A Warm Puppy

This might be very hubristic, but here goes. I’m writing this down for myself (because I need reminding) and anyone else who’s struggling with some personal problems, the angst of our times, or the inscrutable pain of depression.

  1. Not every day is great. Most days are neither great nor lousy.
  2. Often the greatness of a day depends on a person’s outlook.
  3. Sometimes a good outlook is an act of will.
  4. If you go outside for thirty minutes and walk around, you’ll see something beautiful that will cheer you up.
  5. Change is constantly happening and often disorienting. I’m experiencing that now. Somewhere deep inside me, in a repository void of logic, I thought getting my hip fixed would transform my life. It only transformed me. Transforming my life is my business, not my surgeon’s.
  6. That serenity prayer from AA is actually pretty good. There’s a lot of stuff out there that can make us miserable but we can’t change it. We can change our perspective on it.
  7. Everyone is fucked up one way or another so compassion is important.
  8. Everyone is afraid others are judging them.
  9. Smiling at people can improve their day and yours. Where I live, an idle and obvious comment on the weather is a big part of communicating goodwill. We’re all equally subject to the vicissitudes of weather and here weather is often extreme. In CA, we commented on the traffic, Santa Anas or the surf. In China, after the Cultural Revolution, the most common greeting between friends was “Have you eaten?” because food was — and had been — scarce.
  10. Doing something for others — even a very small something like holding the door for a lady who’s taking two dogs and a big bag of dog food to the vet — can help us see where we truly are in the world.
  11. A good way to fight depression (yes, folks, I’ve suffered from it off and on since my teens) is to do one thing every day that materially improves one’s life whether it’s cleaning out the garden for winter or washing your clothes. It tells the psyche that it’s NOT impotent, but has the power to improve something.
  12. Bad stuff happens. If we survive it more-or-less intact, that means we get to plant another garden, pet another dog, make another friend, smile at another stranger, look at another snowy mountain range, take another hike, write or tell another story.
  13. We lose people we love all the time. Sometimes they die, sometimes they move away, sometimes we grow apart, sometimes we don’t like each other anymore. It’s just how it is. We might miss them forever, but the good part is that we knew them, they were part of our lives for a while, and we don’t forget them. It sounds like cold-comfort but it isn’t. There’s a Brazilian Portuguese word for this emotion, Saudade. It means missing someone and feeling sad but, at the same time, being happy that you know them.
  14. Loneliness is a choice. My mother died of loneliness. She thought all the time about how my dad had died and she was alone. This blinded her to the love of her daughter, her sisters, and her friends. Maybe nothing could make up for losing my dad, but with 20+ years left on her personal horizon, it wasn’t a very useful world view. The presence of another person cannot fix our lives. See number 3. 😉

 

 

1 Bear and me at Noah's Arff

Going to the boarding kennel to see my dogs a few days after my surgery

 

 

11 thoughts on “A Warm Puppy

    • Absolutely. Worrying about fixing the universe doesn’t add to anyone’s happiness and it is not the job of people over 55. It’s the job of people who have not yet encountered the great wall of mortality and impotence that is maturity. Thank God for the young and that we were and that we are not any longer.

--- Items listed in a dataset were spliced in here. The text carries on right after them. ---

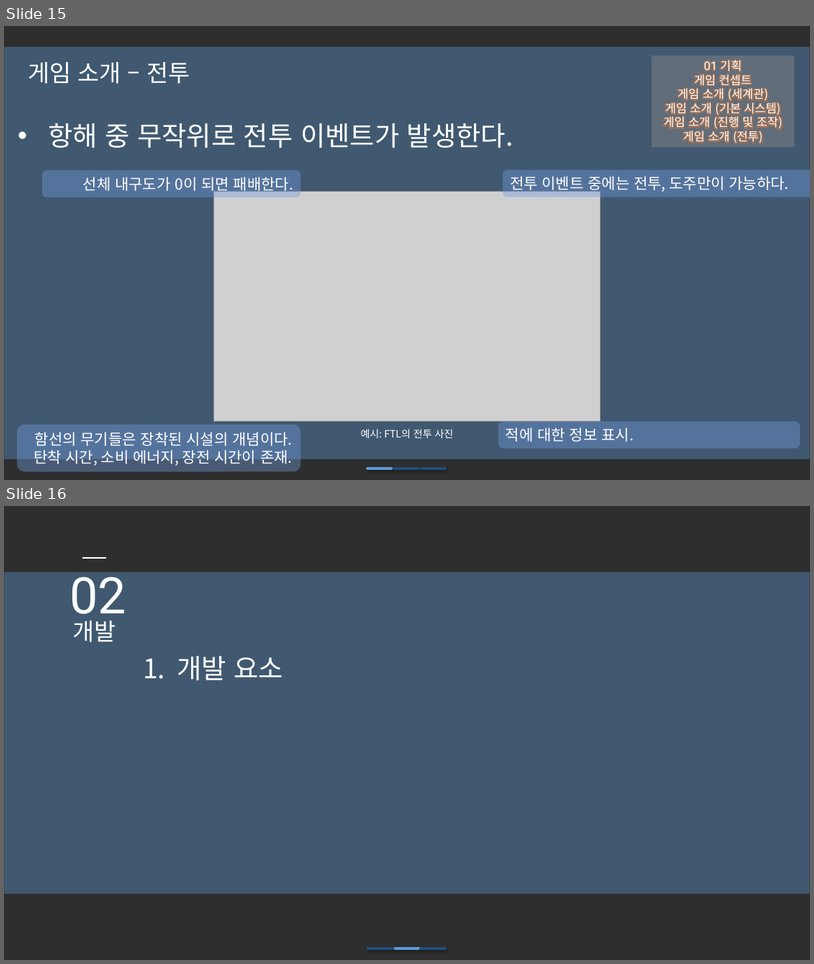
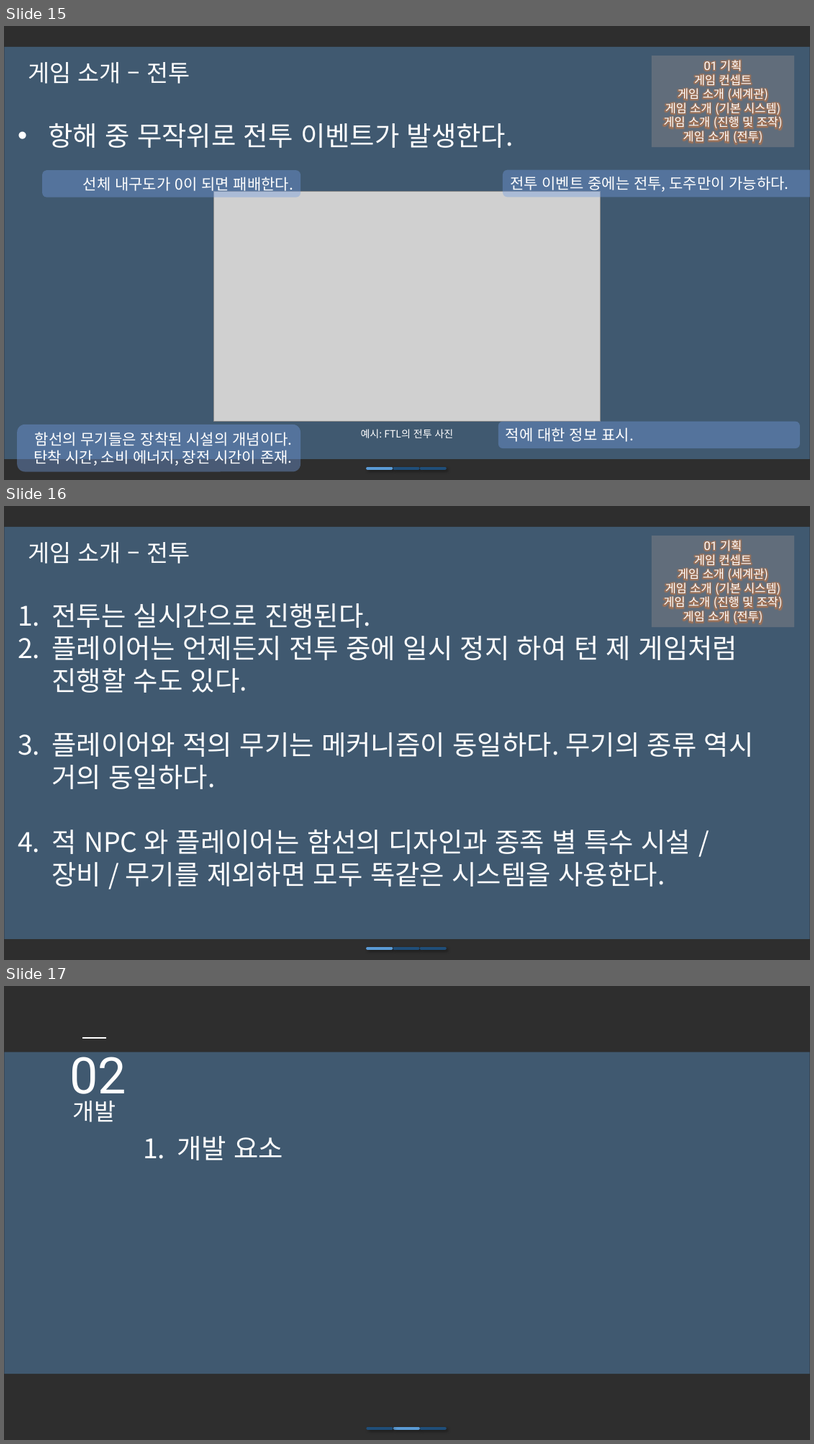
Before and after one commit to iconstudio/2017-Platformer, a slide deck: slides/Cosmos_20171105.pptx. Shown one above the other, each under a label of ours: slides 15 and 16 before the commit, slides 15, 16 and 17 after it. The pictures are 814x964 and 814x1444 pixels, drawn with LibreOffice and Linux fonts; fonts in the diff are those of the drawing; grey boxes stand for pictures; background and template pictures are left out; a plain dark background stands for a picture behind light text. Boxes give left, top, right and bottom in pixels: in the first picture for what was removed or moved away, otherwise in the second. Text is boxed around its words. In the diff, an @@ line names an element or a change of style, - is before the commit and + after.

```diff
--- a/slides/Cosmos_20171105.pptx
+++ b/slides/Cosmos_20171105.pptx
@@ slide 16 added at (x1=4, y1=506, x2=810, y2=960), background picture (left out); not listed: 2 template elements that a slide beside it also shows @@
@@ text added at (x1=28, y1=542, x2=190, y2=564), 28 pt, text #FFFFFF @@
+게임 소개 – 전투
@@ rectangle added at (x1=652, y1=536, x2=795, y2=627), fill #F8CBAD at 18% opacity, 14 pt, text #FFFFFF @@
+01 기획
+게임 컨셉트
+게임 소개 (세계관)
+게임 소개 (기본 시스템)
+게임 소개 (진행 및 조작)
+게임 소개 (전투)
@@ text added at (x1=52, y1=603, x2=754, y2=886), 32 pt, text #FFFFFF @@
+1. 전투는 실시간으로 진행된다.
+2. 플레이어는 언제든지 전투 중에 일시 정지 하여 턴 제 게임처럼 진행할 수도 있다.
+3. 플레이어와 적의 무기는 메커니즘이 동일하다. 무기의 종류 역시 거의 동일하다.
+4. 적 NPC 와 플레이어는 함선의 디자인과 종족 별 특수 시설 / 장비 / 무기를 제외하면 모두 똑같은 시스템을 사용한다.
@@ line added from (368, 948) to (392, 948), #5B9BD5 3.5 pt @@
@@ line added from (395, 948) to (419, 948), #1F4E79 3.5 pt @@
@@ line added from (422, 948) to (445, 948), #1F4E79 3.5 pt @@
@@ what was slide 16 is now slide 17 @@
```
Also in this commit, not shown: 1 slide changed, 11 other files.

  1. Thank you, Martha. I’m finishing off my blog reading for the morning with your post. It is a good reminder. And now I’m going to take my coffee outside and be with my dogs. Ama turns 6 today. I must be with my Queen.

  2. I like this, Martha. After I had my surgeries and was out of work and had my pity parties, I slowly turned a corner. Back at work–to a very changed work (it happens when you take a 6-month leave), I realized things are not gonna go my way every day–so deal with it. Something in my brain changed, I think. Little things don’t get to me. It cannot be my way or the highway. And I am a better person for it. These are gems you posted here. A really great read.

    • Thank you! You had the awful experience of being really ill. I was just painfully inconvenienced for a (long) while. I had to focus on myself pre and post surgery, but it’s no way to live. 🙂

    • Thank you. I’m glad they hit me when my dog and I were walking through the dry, fallen leaves enjoying the cool wind and looking at snowy Mt. Blanca. It was a gentle wake up call.